Robby!!! Glad you liked it!!!
*ROBBY!*
Are there single-core CPUs with hyperthreading?
And are there hyperthreading CPUs with more than two threads per core?
Thank you.
I think the original Pentium 4 HT processors were 1 core, 2 threads.
Hey Gary, Can you make video on Difference between SELinux and Linux ?
Does a program need to be a multitasking/multithreading support program?
Yes. Only multithreaded programs will get a performance boost when running on a hyper threaded CPU.
Why ARM cpus doesn’t have hyperthreding?
Because while hyper-threading can offer a performance boost, it is very power hungry and the amount of power it takes vs how much performance you gain means it is not useful on mobile and other power sensitive applications. A much better solution is HMP, which is what we find in most high end smartphones, i.e. 4 big cores (like Cortex-A75) and 4 little cores (like Cortex-A55).
Gary Explains so 4 strong and 4 week cores are the mobile equivalent to hyperthreding?
No it isn't about equivalency, but most desktop processors are 2/4 or 4/8. Only recently have large configuration become more mainstream. However mobile has had octa core processor for years, but they are 4 & 4 as I described. IMHO, HMP is superior to hyper-threading by a long way because those extra four cores are complete cores, not just "threads".
Gary Explains so if there are more real cores it’s mean that it’s better than hyperthreading ?

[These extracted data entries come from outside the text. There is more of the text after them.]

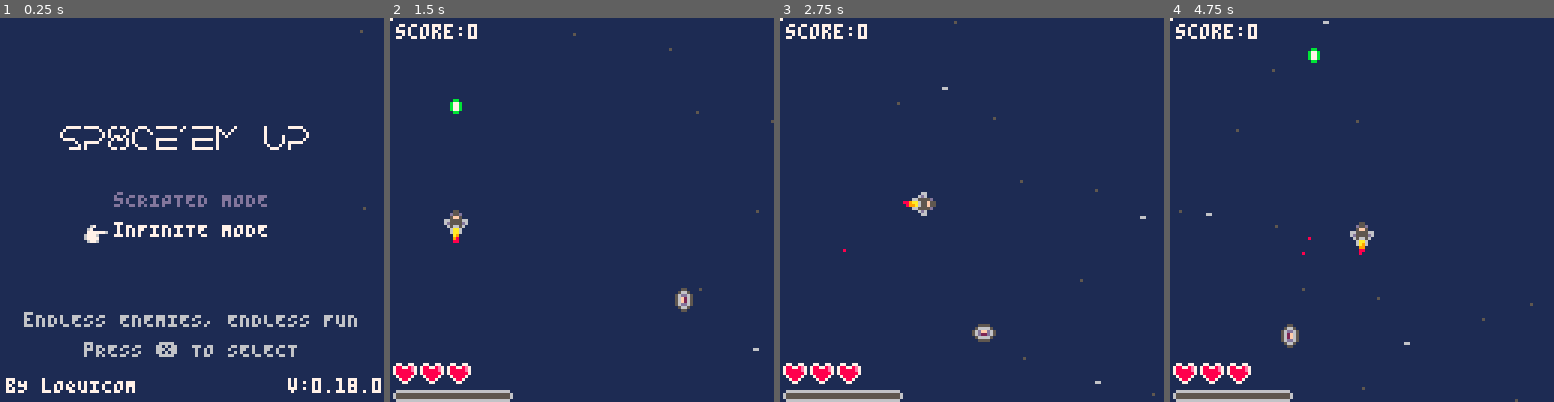
Above: before the commit, frames 1-4 (left to right).
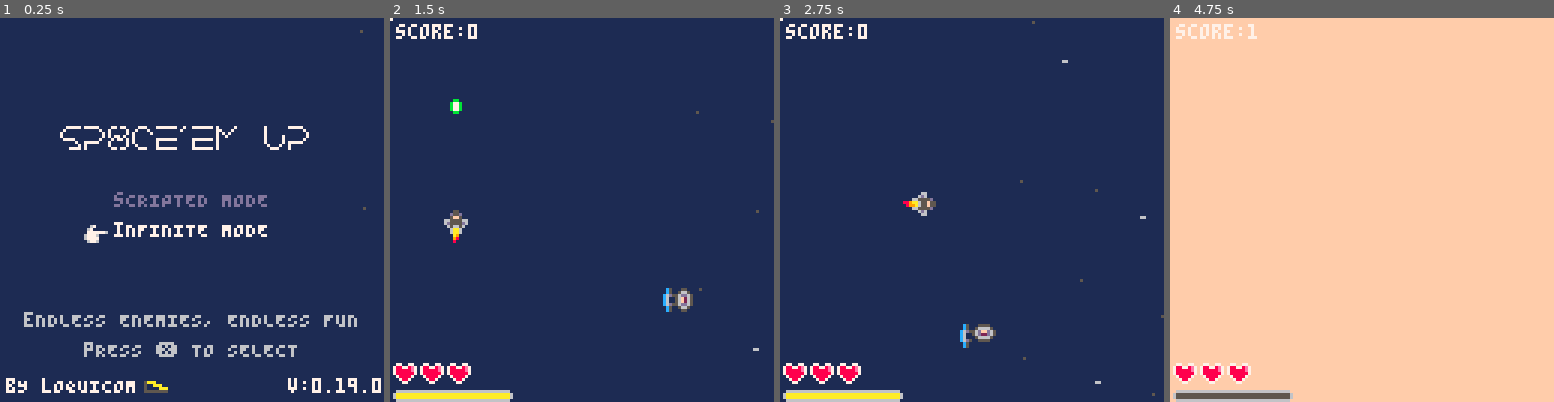
Above: after the commit, the same moments.

Repository: Loquicom/pico-8
Game: PICO-8 cartridge games/sp8ce-em-up.p8
Two runs of this game, one before a commit and one after it. Both use one fixed random seed, a clock stepped at 60 frames per second and the inputs below.
Inputs:
- Up to frame 1 (0.25 s): no input
- Up to frame 2 (1.5 s): tap X (X key) at 0.33, 1.07 s; tap O (Z key) at 0.7 s
- Up to frame 3 (2.75 s): hold Right 1.6-2.1 s; tap O (Z key) at 1.7, 2.1, 2.5 s; tap X (X key) at 1.85 s; hold Up 2.15-2.42 s; hold Right from 2.47 s (still down)
- Up to frame 4 (4.75 s): tap O (Z key) every 0.4 s from 2.9 to 4.5 s; tap X (X key) at 2.97, 4.08 s; release Right at 3.03 s; hold Left 3.08-3.58 s; hold Down 3.63-3.97 s; hold Right 4.02-4.68 s; hold Up from 4.73 s (still down)

The runs differ from the first frame. In frame 1, 0.1% of the frame differs, in the area x 37-93%, y 94-98%; in frame 2, 0.6%; in frame 3, 0.6%; in frame 4, 98%, in the area x 0-100%, y 0-100%.

Commit message:
Sp8ce-em-up v19

Diff:
--- a/games/sp8ce-em-up.p8
+++ b/games/sp8ce-em-up.p8
@@ -127,7 +127,7 @@
 
 function init_constant()
 	cst = {
-		version = "0.18.0",
+		version = "0.19.0",
 		player = {
 			speed = {
 				base = 2,
@@ -271,6 +271,7 @@
 end
 
 function draw_credit()
+	spr(112, 48, 119)
 	print("bY lOQUICOM", 2, 120, 7)
 	print("v:"..cst.version, 96, 120, 7)
 end
@@ -299,7 +300,7 @@
 		y = 64,
 		score = 0,
 		life = cst.player.life,
-		energy = 0,
+		energy = cst.player.energy,
 		bomb = false,
 		invincible = false,
 		sprite = cst.player.sprt.base[1],
@@ -507,7 +508,11 @@
 		spr(bullet.sprite, bullet.x, bullet.y)
 	end
 	for enemy in all (enemies.entities) do
-		if (enemy.show) spr(enemy.sprite, enemy.x, enemy.y)
+		if (enemy.show) then
+			spr(enemy.sprite, enemy.x, enemy.y)
+			if (enemy.shield.left) spr(113, enemy.x-8, enemy.y)
+			if (enemy.shield.down) spr(114, enemy.x, enemy.y+8)
+		end
 	end
 end
 
@@ -521,8 +526,18 @@
 		speed = cst.enemy[type].speed,
 		life = cst.enemy[type].life,
 		sprite = cst.enemy[type].sprt,
-		show = true
+		show = true,
+		shield = {
+			left = false,
+			down = false
+		}
 	}
+	-- Add shield
+	if ((type == 1 or type == 2) and random(100) == 88) then
+		if (random(2) == 1) enemy.shield.left = true
+		if (not enemy.shield.left) enemy.shield.right = true
+	end
+	-- Add fire
 	if (type == 2) enemy.fire = timer(30, true, _fire_enemy2, enemy)
 	if (type == 3) enemy.fire = timer(90, true, _fire_enemy3, enemy)
 	add(enemies.entities, enemy)
@@ -657,8 +672,12 @@
 function collision_player_fire(bullet)
 	for enemy in all(enemies.entities) do
 		if (collision_rectangle({{x=bullet.x+1, y=bullet.y+1},{x=bullet.x+4,y=bullet.y+4}}, {{x=enemy.x,y=enemy.y},{x=enemy.x+7,y=enemy.y+7}})) then
-			enemy.life -= player_bullet_damage(bullet)
-			timer(4, true, _blink_enemy, {cpt=0,enemy=enemy})
+			-- Check no shield
+			if ((not rotation and not enemy.shield.left) or (rotation and not enemy.shield.down)) then
+				-- Do damage
+				enemy.life -= player_bullet_damage(bullet)
+				timer(4, true, _blink_enemy, {cpt=0,enemy=enemy})
+			end
 			del(player.bullets, bullet)
 		end
 	end
@@ -1274,140 +1293,140 @@
 0000000087780000000000000008778056deed6556dffd650055550056dd65000056dd6500000000000000000000000000000000000000000000000000000000
 00000000088000000000000000008800056666500566665000000000056650000005665000000000000000000000000000000000000000000000000000000000
 00000000000000000000000000000000005555000055550000000000005500000000550000000000000000000000000000000000000000000000000000000000
-06666660066666600000000000000000000000000000000000000000000000000000000000000000000000000000000000000000000000000000000000000000
-65566556655555560000000000000000000000000000000000000000000000000000000000000000000000000000000000000000000000000000000000000000
-66755766677667760000000000000000000000000000000000000000000000000000000000000000000000000000000000000000000000000000000000000000
-66777766677667760000000000000000000000000000000000000000000000000000000000000000000000000000000000000000000000000000000000000000
-65777756677557760000000000000000000000000000000000000000000000000000000000000000000000000000000000000000000000000000000000000000
-67766776677777760000000000000000000000000000000000000000000000000000000000000000000000000000000000000000000000000000000000000000
-56666665566666650000000000000000000000000000000000000000000000000000000000000000000000000000000000000000000000000000000000000000
-05555550055555500000000000000000000000000000000000000000000000000000000000000000000000000000000000000000000000000000000000000000
-…(129 lines of a section not shown)…
+0000000000000c500050050000000000000000000000000000000000000000000000000000000000000000000000000000000000000000000000000000000000
+0000000000000c5055d00d5500000000000000000000000000000000000000000000000000000000000000000000000000000000000000000000000000000000
+5aaa00000000c6d5cc6666cc00000000000000000000000000000000000000000000000000000000000000000000000000000000000000000000000000000000
+500aaa000000c60000cccc0000000000000000000000000000000000000000000000000000000000000000000000000000000000000000000000000000000000
+50000aaa0000c6000000000000000000000000000000000000000000000000000000000000000000000000000000000000000000000000000000000000000000
+555555550000c6d50000000000000000000000000000000000000000000000000000000000000000000000000000000000000000000000000000000000000000
+0000000000000c500000000000000000000000000000000000000000000000000000000000000000000000000000000000000000000000000000000000000000
+0000000000000c500000000000000000000000000000000000000000000000000000000000000000000000000000000000000000000000000000000000000000
+…(129 lines of a section not shown)…
Not shown, changed: the thumbnail (__label__) section of games/sp8ce-em-up.p8

Yes in the sense that rather rather than adding a thread you add an entire core. However those cores don't have the same performance as the bigger cores. So it is always a trade-off. The point about HMP is that for mobile it is excellent as the power efficient cores can get used for all the low priority tasks. Even watching RUclips uses the smaller cores leaving the big cores shutdown and so it saves battery. But remember we are comparing two very different systems, desktops with main power and big cools fans, compared to mobile with a battery and no active cooling. The Asus Chromebook that I recently reviewed as HMP, it might be interesting for me to test the performance using my program from the Multitasking & Multithreading video to see how it uses HMP.
this is awesome
I thought you would also mention vCPUs in all this and how it relates to hyperthreading.
What are vCPUs?
vCPUs is a term created by cloud providers (probably AWS). And on AWS, when you request an EC2 instance with say, 2 cores (aka vCPUs), you don't know whether those 2 cores you got are hyperthreaded cores or actual, physical cores. Heck, your said EC2 instance can have 1 hyperthreaded core and 1 physical core, but Amazon will still charge you for 2 cores as if they were 2 physical cores.@@GaryExplains
What are we gonna do if we cant use hyper threading anymore intels cpu flaw says disable hyperthreding
True, but if we are thinking of the same vulnerability, it doesn't apply to AMD!!!
@@GaryExplains intel I'd still better, the overclocking is way better with intel , you will never reach the high overclocks with amd
Thanks
wait is multicore cpu machine then the same as a multi cpu machine in that case?
Yes, from a software point of view they are almost the same. There is some stuff about wanting to keep processes on the same CPU (on a multi-cpu machine) so that the L2 and L3 caches are populated, but in general they basically treated the same. Obviously, from a hardware point of view there are big differences.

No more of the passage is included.